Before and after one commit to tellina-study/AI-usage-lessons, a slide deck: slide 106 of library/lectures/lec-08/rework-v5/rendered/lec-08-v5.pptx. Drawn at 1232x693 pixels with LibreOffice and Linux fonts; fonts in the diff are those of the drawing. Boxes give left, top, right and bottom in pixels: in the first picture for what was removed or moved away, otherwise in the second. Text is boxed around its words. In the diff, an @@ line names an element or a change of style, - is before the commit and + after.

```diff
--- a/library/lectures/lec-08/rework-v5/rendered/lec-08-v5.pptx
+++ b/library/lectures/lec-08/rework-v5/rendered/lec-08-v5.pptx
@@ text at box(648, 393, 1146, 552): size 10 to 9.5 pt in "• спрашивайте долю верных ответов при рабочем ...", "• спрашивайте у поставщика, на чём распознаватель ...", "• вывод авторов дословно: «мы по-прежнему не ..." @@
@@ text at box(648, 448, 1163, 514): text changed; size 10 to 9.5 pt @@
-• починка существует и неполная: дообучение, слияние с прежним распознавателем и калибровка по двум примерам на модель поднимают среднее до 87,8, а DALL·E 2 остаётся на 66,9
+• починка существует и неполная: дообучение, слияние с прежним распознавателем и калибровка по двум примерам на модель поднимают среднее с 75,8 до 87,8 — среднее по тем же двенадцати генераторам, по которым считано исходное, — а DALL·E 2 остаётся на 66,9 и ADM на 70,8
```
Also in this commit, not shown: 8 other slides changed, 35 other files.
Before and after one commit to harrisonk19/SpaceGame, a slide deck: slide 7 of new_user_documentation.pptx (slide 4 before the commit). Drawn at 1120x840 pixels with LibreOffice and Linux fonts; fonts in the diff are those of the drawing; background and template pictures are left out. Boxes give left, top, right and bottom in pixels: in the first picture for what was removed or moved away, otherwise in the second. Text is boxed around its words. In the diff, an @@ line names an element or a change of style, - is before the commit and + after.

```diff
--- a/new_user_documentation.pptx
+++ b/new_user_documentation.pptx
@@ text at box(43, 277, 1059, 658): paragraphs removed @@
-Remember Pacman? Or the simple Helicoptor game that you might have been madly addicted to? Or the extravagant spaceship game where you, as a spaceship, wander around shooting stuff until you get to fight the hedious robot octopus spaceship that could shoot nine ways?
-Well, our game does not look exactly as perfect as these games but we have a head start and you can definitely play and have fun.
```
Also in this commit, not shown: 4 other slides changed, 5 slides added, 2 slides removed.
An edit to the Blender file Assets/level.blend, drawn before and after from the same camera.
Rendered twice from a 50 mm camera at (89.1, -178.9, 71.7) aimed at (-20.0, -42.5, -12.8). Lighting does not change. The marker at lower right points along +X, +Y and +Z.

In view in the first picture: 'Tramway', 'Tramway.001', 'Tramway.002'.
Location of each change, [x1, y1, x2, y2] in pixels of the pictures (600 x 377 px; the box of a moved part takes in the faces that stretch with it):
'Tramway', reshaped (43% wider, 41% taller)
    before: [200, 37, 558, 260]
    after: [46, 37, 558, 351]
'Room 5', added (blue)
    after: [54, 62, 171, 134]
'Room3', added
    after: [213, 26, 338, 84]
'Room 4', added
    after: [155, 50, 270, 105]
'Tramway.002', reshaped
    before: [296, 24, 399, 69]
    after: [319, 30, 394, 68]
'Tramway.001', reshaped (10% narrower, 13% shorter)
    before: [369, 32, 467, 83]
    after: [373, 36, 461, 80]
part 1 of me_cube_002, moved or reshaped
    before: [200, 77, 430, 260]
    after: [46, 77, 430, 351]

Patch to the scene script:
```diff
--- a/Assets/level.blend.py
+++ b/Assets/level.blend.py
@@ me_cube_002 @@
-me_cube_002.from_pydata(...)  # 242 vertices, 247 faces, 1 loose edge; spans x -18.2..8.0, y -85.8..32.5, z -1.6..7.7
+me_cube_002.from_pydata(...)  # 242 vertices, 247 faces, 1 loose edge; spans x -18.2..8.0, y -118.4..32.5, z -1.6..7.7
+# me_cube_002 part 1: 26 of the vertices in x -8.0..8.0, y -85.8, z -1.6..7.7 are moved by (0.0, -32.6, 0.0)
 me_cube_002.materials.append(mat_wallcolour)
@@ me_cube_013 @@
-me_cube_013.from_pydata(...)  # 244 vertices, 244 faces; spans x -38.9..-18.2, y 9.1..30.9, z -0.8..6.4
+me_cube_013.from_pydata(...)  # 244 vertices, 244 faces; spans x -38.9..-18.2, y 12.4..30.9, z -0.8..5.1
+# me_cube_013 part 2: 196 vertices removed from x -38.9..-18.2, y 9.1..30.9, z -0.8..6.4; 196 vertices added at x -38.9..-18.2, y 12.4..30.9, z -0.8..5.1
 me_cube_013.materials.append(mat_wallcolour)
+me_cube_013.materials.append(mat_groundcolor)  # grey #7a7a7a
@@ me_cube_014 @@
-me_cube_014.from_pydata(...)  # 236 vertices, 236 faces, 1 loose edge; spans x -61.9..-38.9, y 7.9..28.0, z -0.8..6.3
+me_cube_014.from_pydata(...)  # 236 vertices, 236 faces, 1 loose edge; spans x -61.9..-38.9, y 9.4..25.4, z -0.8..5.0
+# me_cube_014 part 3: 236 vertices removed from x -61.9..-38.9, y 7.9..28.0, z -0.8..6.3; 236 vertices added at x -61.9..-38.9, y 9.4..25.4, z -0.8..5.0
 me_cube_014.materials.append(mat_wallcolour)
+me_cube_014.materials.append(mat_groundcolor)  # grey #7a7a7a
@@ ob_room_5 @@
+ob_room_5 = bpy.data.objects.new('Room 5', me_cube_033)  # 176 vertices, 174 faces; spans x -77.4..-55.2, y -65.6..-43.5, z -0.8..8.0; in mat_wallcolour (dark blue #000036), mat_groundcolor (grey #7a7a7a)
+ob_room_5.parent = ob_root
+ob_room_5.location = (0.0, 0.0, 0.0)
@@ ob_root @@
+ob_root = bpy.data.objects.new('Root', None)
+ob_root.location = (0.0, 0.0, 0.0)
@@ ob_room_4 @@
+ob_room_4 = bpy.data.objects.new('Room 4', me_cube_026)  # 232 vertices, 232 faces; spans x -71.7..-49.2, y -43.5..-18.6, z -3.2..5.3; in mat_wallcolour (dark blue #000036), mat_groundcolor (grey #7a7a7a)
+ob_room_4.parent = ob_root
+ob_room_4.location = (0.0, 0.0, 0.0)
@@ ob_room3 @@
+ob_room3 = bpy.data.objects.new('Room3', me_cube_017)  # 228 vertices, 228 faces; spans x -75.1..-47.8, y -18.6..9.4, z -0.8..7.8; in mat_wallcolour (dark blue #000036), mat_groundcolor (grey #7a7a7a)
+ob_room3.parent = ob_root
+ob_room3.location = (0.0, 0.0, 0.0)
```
········
Exercise instructions
For this exercise, copy every line of the data that holds "Also".

Response area
Also in this commit, not shown: 8 other slides changed, 35 other files.
Also in this commit, not shown: 4 other slides changed, 5 slides added, 2 slides removed.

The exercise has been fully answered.